#### [Problem]
Check every line of the data for the word "True", and copy those that have it.
Information provided Block Start
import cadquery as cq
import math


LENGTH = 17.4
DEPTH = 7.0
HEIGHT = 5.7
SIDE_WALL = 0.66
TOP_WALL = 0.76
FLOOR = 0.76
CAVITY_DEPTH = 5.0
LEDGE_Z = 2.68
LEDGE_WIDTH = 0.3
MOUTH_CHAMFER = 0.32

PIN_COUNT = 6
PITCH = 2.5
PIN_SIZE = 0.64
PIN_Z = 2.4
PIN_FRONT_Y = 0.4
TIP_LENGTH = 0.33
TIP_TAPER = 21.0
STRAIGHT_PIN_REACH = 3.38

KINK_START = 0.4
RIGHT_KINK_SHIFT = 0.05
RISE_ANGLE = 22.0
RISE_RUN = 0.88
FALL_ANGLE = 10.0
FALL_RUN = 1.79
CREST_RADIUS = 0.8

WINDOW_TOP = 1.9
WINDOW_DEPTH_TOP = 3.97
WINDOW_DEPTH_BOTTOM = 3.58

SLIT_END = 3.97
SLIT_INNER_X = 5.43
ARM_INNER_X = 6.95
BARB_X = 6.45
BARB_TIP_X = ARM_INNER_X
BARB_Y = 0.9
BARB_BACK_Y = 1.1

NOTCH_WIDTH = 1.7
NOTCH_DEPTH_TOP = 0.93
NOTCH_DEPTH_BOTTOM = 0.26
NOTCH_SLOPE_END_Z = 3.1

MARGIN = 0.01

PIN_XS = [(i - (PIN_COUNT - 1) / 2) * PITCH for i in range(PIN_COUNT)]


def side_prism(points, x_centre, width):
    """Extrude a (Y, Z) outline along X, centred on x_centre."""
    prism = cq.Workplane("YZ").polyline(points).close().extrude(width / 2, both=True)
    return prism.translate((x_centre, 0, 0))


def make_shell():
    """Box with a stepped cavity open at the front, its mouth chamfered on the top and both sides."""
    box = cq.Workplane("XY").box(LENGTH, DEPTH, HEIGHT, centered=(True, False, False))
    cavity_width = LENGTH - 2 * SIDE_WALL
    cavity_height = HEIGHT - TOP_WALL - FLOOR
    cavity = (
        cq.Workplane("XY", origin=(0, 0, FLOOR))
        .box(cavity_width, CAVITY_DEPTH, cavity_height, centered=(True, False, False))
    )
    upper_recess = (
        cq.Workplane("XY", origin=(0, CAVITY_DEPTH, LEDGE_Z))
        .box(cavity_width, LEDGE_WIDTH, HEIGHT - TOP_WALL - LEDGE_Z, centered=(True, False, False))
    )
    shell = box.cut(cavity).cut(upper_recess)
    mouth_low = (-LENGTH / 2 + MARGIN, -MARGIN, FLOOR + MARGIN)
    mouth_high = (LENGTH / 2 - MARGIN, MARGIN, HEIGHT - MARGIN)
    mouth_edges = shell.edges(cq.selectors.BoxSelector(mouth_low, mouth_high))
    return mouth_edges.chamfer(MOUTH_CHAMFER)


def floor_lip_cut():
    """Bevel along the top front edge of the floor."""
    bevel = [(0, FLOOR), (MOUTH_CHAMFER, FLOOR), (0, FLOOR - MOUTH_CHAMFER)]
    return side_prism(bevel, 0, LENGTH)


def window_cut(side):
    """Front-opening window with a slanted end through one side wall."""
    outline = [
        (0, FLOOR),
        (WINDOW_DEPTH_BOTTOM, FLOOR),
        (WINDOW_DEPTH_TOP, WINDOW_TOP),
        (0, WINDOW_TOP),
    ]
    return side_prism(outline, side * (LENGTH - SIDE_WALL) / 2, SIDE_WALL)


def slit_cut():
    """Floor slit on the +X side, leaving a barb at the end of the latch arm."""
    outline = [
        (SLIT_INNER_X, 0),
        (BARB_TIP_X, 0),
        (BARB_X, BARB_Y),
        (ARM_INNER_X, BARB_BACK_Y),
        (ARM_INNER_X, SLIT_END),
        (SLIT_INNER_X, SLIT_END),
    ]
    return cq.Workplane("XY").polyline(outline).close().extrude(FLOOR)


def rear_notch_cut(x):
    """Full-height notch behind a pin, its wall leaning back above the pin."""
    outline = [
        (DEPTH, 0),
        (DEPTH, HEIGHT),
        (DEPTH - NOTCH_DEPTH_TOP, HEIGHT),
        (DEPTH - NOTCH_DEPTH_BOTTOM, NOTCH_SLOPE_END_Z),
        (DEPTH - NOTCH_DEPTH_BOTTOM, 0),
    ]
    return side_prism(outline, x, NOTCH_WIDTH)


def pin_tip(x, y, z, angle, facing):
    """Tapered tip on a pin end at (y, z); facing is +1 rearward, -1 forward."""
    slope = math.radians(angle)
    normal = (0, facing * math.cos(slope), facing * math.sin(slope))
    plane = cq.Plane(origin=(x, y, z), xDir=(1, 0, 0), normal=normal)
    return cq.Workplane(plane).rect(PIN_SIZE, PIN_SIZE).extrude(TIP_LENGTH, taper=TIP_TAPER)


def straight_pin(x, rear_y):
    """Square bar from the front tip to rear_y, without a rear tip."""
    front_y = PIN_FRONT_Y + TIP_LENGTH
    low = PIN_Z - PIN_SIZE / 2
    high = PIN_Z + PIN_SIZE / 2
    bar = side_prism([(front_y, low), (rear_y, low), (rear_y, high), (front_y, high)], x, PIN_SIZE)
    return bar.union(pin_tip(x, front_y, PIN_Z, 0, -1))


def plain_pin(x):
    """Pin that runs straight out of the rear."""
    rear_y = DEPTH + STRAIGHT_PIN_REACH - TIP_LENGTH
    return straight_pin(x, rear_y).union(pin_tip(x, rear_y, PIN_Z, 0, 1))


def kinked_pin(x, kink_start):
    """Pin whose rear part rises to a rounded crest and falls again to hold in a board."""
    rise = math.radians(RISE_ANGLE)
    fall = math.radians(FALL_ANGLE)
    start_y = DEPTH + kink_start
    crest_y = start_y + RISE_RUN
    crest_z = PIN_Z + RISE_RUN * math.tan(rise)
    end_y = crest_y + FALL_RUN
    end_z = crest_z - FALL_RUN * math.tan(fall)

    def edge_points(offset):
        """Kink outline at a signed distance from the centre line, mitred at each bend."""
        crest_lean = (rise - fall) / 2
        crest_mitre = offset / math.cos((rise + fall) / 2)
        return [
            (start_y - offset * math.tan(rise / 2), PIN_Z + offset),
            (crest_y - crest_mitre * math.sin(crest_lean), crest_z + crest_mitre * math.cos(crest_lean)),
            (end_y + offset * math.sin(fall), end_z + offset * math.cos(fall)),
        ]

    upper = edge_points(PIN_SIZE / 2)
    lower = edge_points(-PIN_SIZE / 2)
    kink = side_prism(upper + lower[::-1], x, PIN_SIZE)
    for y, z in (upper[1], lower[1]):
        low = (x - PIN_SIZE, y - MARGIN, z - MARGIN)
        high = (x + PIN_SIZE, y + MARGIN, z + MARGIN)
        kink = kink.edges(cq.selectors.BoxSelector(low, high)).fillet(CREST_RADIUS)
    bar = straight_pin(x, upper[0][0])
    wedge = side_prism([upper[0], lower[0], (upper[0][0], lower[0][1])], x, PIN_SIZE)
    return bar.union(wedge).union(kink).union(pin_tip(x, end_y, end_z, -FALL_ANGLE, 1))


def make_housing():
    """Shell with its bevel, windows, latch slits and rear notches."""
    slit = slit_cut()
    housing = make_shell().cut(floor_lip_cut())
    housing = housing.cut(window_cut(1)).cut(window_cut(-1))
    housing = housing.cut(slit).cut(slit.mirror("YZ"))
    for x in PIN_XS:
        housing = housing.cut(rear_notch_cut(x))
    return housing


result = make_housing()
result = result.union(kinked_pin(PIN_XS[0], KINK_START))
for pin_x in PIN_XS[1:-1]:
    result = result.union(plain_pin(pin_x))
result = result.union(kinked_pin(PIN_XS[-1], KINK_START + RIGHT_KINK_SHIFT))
Information provided Block End
#### [Solution to this problem]
    prism = cq.Workplane("YZ").polyline(points).close().extrude(width / 2, both=True)
    box = cq.Workplane("XY").box(LENGTH, DEPTH, HEIGHT, centered=(True, False, False))
        .box(cavity_width, CAVITY_DEPTH, cavity_height, centered=(True, False, False))
        .box(cavity_width, LEDGE_WIDTH, HEIGHT - TOP_WALL - LEDGE_Z, centered=(True, False, False))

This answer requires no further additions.